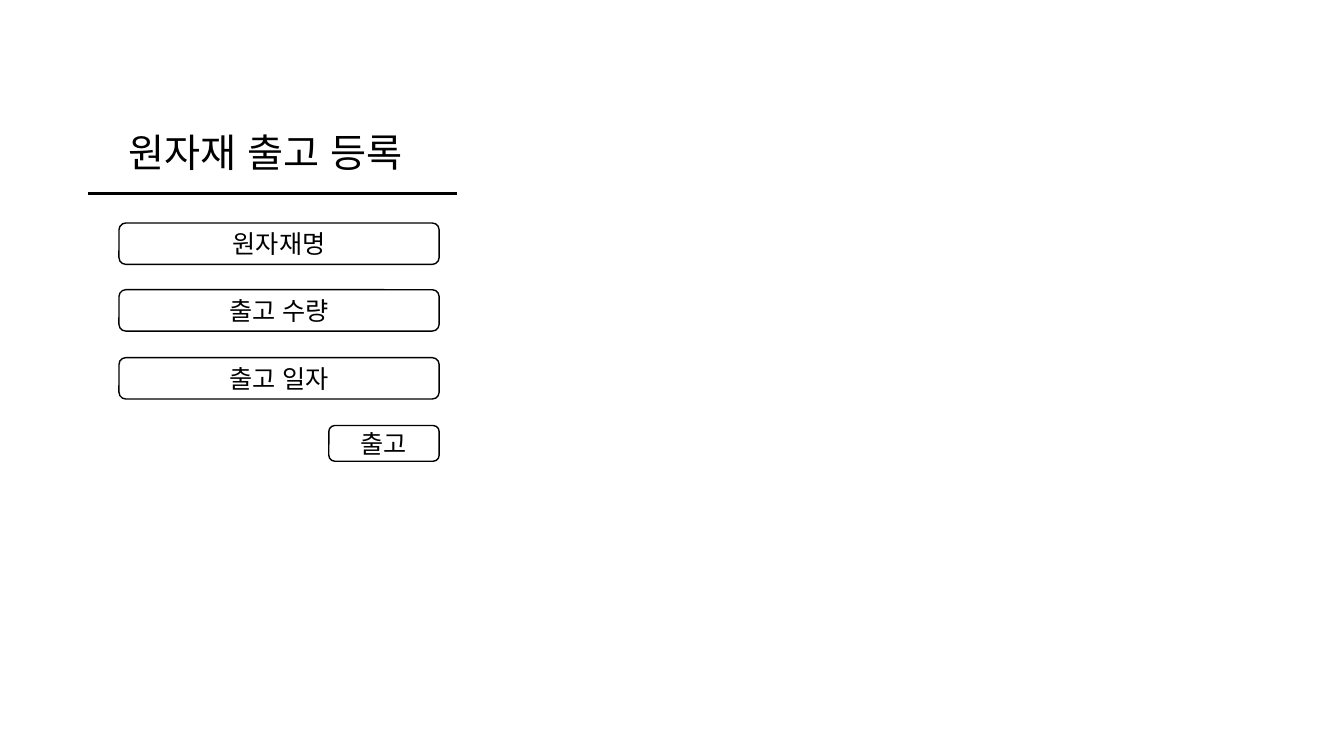
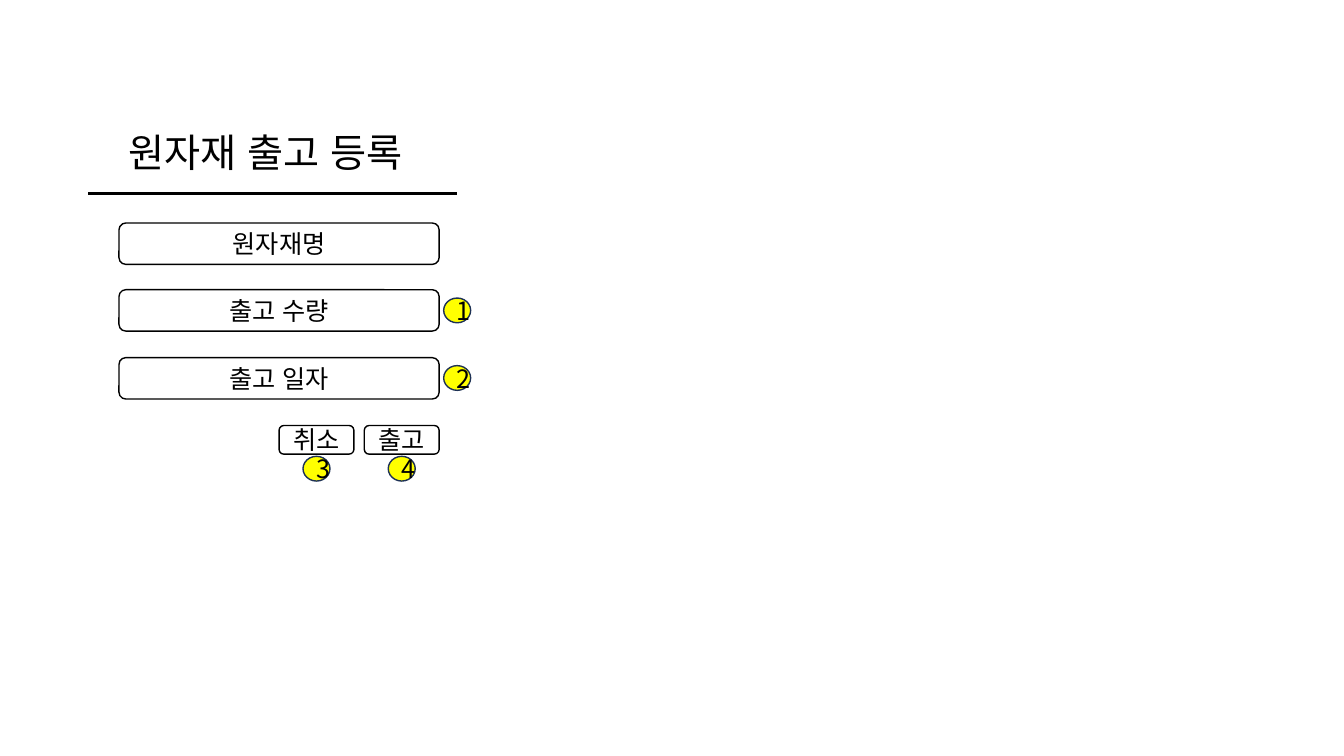
Before and after one commit to wjdgotjd28-del/mes_tripleJ, a slide deck: slide 5 of 화면설계서/원자재 입출고 관리 페이지.pptx. Drawn at 1344x756 pixels with LibreOffice and Linux fonts; fonts in the diff are those of the drawing. Boxes give left, top, right and bottom in pixels: in the first picture for what was removed or moved away, otherwise in the second. Text is boxed around its words. In the diff, an @@ line names an element or a change of style, - is before the commit and + after.

```diff
--- a/화면설계서/원자재 입출고 관리 페이지.pptx
+++ b/화면설계서/원자재 입출고 관리 페이지.pptx
@@ ellipse added at (444, 298, 471, 324), fill #FFFF00, outline #1E3256 1 pt, 18 pt, text #000000 @@
+1
@@ ellipse added at (444, 366, 471, 391), fill #FFFF00, outline #1E3256 1 pt, 18 pt, text #000000 @@
+2
@@ rounded rectangle added at (279, 425, 354, 454), fill #FFFFFF, outline #000000 1 pt, 18 pt, text #000000 @@
+취소
@@ rounded rectangle "출고": place and size @@
-rounded rectangle "출고" at (329, 425, 439, 461)
+rounded rectangle "출고" at (364, 425, 439, 454)
@@ ellipse added at (303, 457, 331, 482), fill #FFFF00, outline #1E3256 1 pt, 18 pt, text #000000 @@
+3
@@ ellipse added at (388, 457, 415, 482), fill #FFFF00, outline #1E3256 1 pt, 18 pt, text #000000 @@
+4
```
Also in this commit, not shown: 6 other slides changed, 3 other files.

What is being asked: Each record should be written out exactly, and each image should be omitted.

Reply:
Before and after one commit to wjdgotjd28-del/mes_tripleJ, a slide deck: slide 5 of 화면설계서/원자재 입출고 관리 페이지.pptx. Drawn at 1344x756 pixels with LibreOffice and Linux fonts; fonts in the diff are those of the drawing. Boxes give left, top, right and bottom in pixels: in the first picture for what was removed or moved away, otherwise in the second. Text is boxed around its words. In the diff, an @@ line names an element or a change of style, - is before the commit and + after.

```diff
--- a/화면설계서/원자재 입출고 관리 페이지.pptx
+++ b/화면설계서/원자재 입출고 관리 페이지.pptx
@@ ellipse added at (444, 298, 471, 324), fill #FFFF00, outline #1E3256 1 pt, 18 pt, text #000000 @@
+1
@@ ellipse added at (444, 366, 471, 391), fill #FFFF00, outline #1E3256 1 pt, 18 pt, text #000000 @@
+2
@@ rounded rectangle added at (279, 425, 354, 454), fill #FFFFFF, outline #000000 1 pt, 18 pt, text #000000 @@
+취소
@@ rounded rectangle "출고": place and size @@
-rounded rectangle "출고" at (329, 425, 439, 461)
+rounded rectangle "출고" at (364, 425, 439, 454)
@@ ellipse added at (303, 457, 331, 482), fill #FFFF00, outline #1E3256 1 pt, 18 pt, text #000000 @@
+3
@@ ellipse added at (388, 457, 415, 482), fill #FFFF00, outline #1E3256 1 pt, 18 pt, text #000000 @@
+4
```
Also in this commit, not shown: 6 other slides changed, 3 other files.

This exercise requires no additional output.